What you should do » Pick out all lines of the entries that include the word "pptx" and copy them.

Dataset extract »

--------------------------------------------------

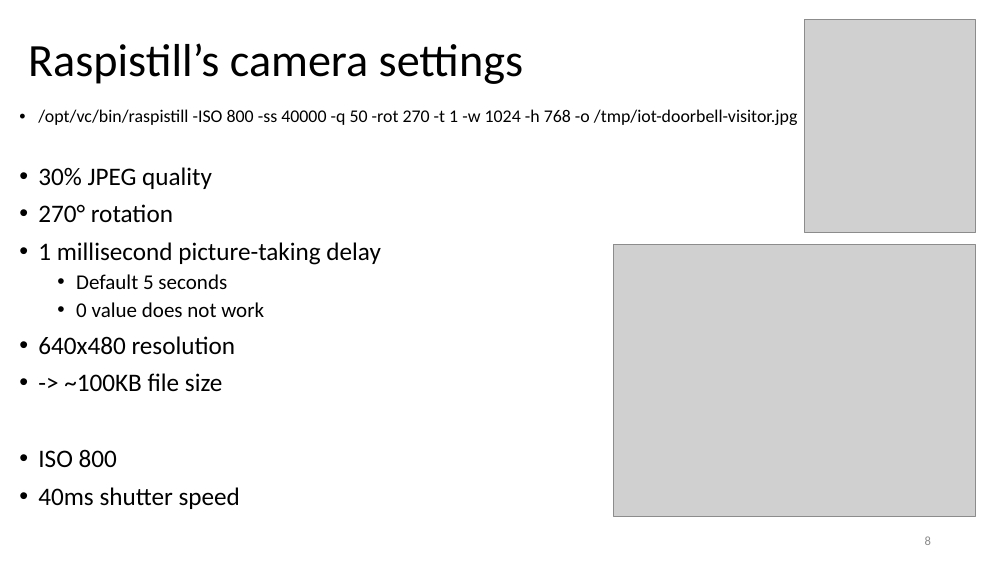
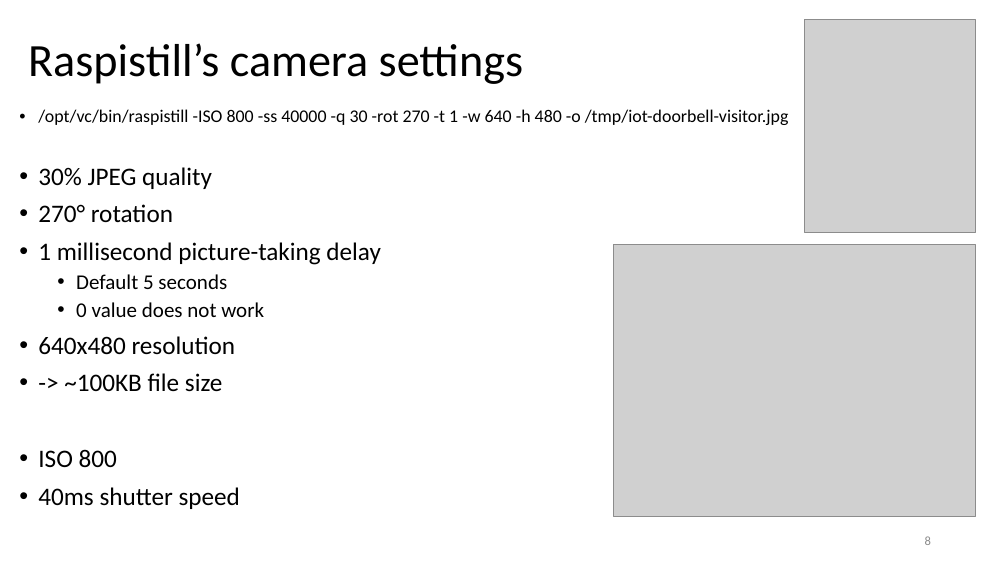
Before and after one commit to yeokm1/sp-iot-doorbell, a slide deck: slide 8 of sp-iot-doorbell-slides.pptx. Drawn at 1008x567 pixels with LibreOffice and Linux fonts; fonts in the diff are those of the drawing; grey boxes stand for pictures. Boxes give left, top, right and bottom in pixels: in the first picture for what was removed or moved away, otherwise in the second. Text is boxed around its words. In the diff, an @@ line names an element or a change of style, - is before the commit and + after.

Commit message:
update slides

```diff
--- a/sp-iot-doorbell-slides.pptx
+++ b/sp-iot-doorbell-slides.pptx
@@ text at box(38, 109, 789, 125): text changed @@
-• /opt/vc/bin/raspistill -ISO 800 -ss 40000 -q 50 -rot 270 -t 1 -w 1024 -h 768 -o /tmp/iot-doorbell-visitor.jpg
+• /opt/vc/bin/raspistill -ISO 800 -ss 40000 -q 30 -rot 270 -t 1 -w 640 -h 480 -o /tmp/iot-doorbell-visitor.jpg
```
Also in this commit, not shown: 1 other slide changed, 1 slide added.

--------------------------------------------------

Exercise result »
Before and after one commit to yeokm1/sp-iot-doorbell, a slide deck: slide 8 of sp-iot-doorbell-slides.pptx. Drawn at 1008x567 pixels with LibreOffice and Linux fonts; fonts in the diff are those of the drawing; grey boxes stand for pictures. Boxes give left, top, right and bottom in pixels: in the first picture for what was removed or moved away, otherwise in the second. Text is boxed around its words. In the diff, an @@ line names an element or a change of style, - is before the commit and + after.
--- a/sp-iot-doorbell-slides.pptx
+++ b/sp-iot-doorbell-slides.pptx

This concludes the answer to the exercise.